Taking certain medications (including antidepressants, muscle relaxants, sleeping pills, anxiolytics, or even antihistamines for allergies) can cause memory loss . But in these cases, they can be reversible.
According to an American study , the exposure of pregnant women to very toxic atmospheric pollutants (resulting from the combustion of wood or coal for example) would cause disturbances in the development of the embryo. The children would notably present behavioral problems and a decrease in intellectual abilities.
Biopsy : examination which consists of taking a sample of the brain tumor in order to know the type of tumor and to choose the most suitable treatment.
Transcranial echo-doppler : examination which makes it possible to observe the circulation of blood in the great vessels of the brain. It allows, among other things, the evaluation of head trauma or the diagnosis of brain death.
Electroencephalogram : test that measures the electrical activity of the brain, it is mainly used to diagnose epilepsy.
Brain MRI : magnetic resonance imaging technique, MRI is an examination to detect brain abnormalities. It is used, among other things, to confirm the diagnosis of stroke or the detection of a tumour.
PET scan : also called positron emission tomoscintigraphy, this functional imaging examination makes it possible to visualize the functioning of organs by injecting a radioactive liquid visible in imaging.
Cerebral and spinal scanner : also called computed tomography or computed tomography, this imaging technique uses X-rays to visualize the structures of the cranium or the spine. It is the main examination for the detection of cancer.
Clinical examination : this is the first step in any diagnosis of brain or nervous system disorders. It is carried out by a general practitioner or a brain specialist. First, he asks the patient about his family history, his symptoms… then he proceeds to a physical examination (checking reflexes, hearing, touch, vision, balance…) .

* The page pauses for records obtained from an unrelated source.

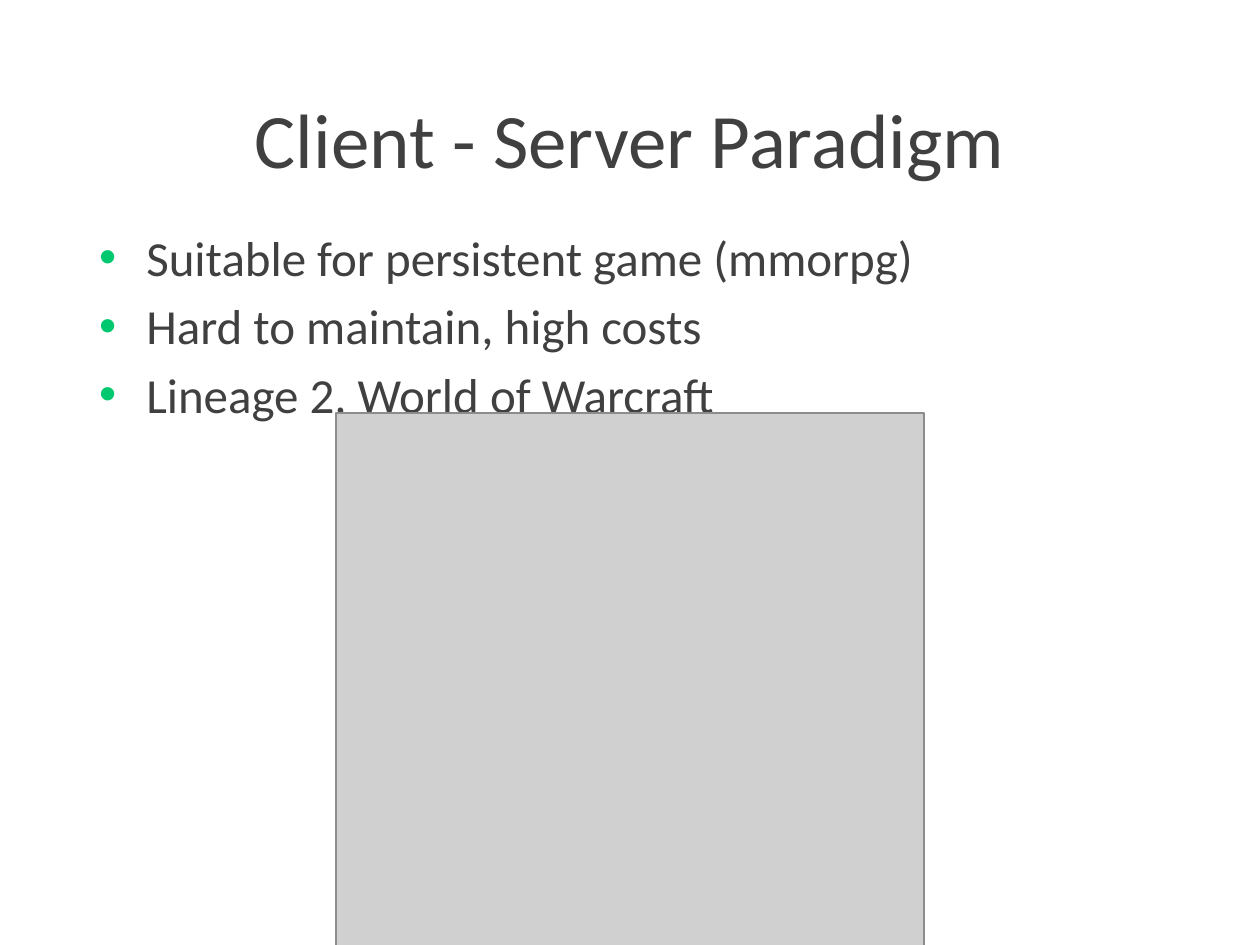
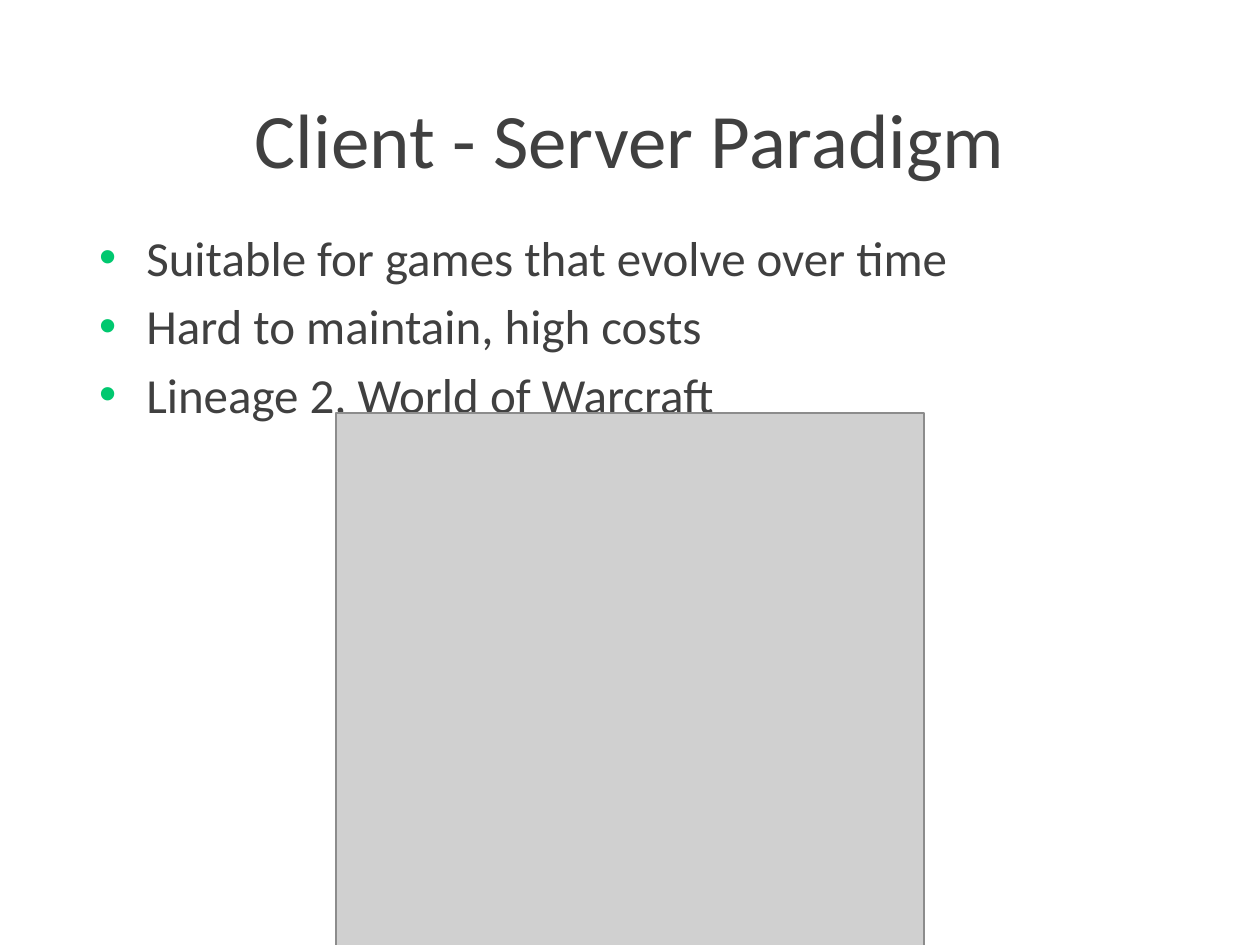
Before and after one commit to Lotti/codemotion2015, a slide deck: slide 9 of slides/slides.pptx. Drawn at 1260x945 pixels with LibreOffice and Linux fonts; fonts in the diff are those of the drawing; grey boxes stand for pictures; background and template pictures are left out. Boxes give left, top, right and bottom in pixels: in the first picture for what was removed or moved away, otherwise in the second. Text is boxed around its words. In the diff, an @@ line names an element or a change of style, - is before the commit and + after.

```diff
--- a/slides/slides.pptx
+++ b/slides/slides.pptx
@@ text at bbox=[146, 242, 947, 285]: text changed @@
-• Suitable for persistent game (mmorpg)
+• Suitable for games that evolve over time
```
Also in this commit, not shown: 3 other slides changed.

Lumbar puncture : collection of cerebrospinal fluid using a needle, at the level of the lower back (lumbar vertebrae). In this case, its analysis will be able to determine the presence of cancer cells.
History and symbolism of the brain
The electrical nature of nerve messages was first demonstrated by an Italian physician, Luigi Galvani in 1792, through an experiment on a frog’s leg! Almost two centuries later, in 1939, Huxley and Hodgkin first recorded an action potential (nerve impulse) in a giant squid nerve fiber .
Brain size and intelligence
Scientists have long thought that brain size and intelligence could be linked. According to an international study11, intelligence is not determined by the size of the brain, but rather by its structure and the connections between the white matter and the gray matter. It is also mentioned that men, who generally possess larger brains than women, did not demonstrate higher intellectual functions. Similarly, participants with abnormally large brains scored below average on intelligence tests.
For example, Einstein had a smaller than average brain.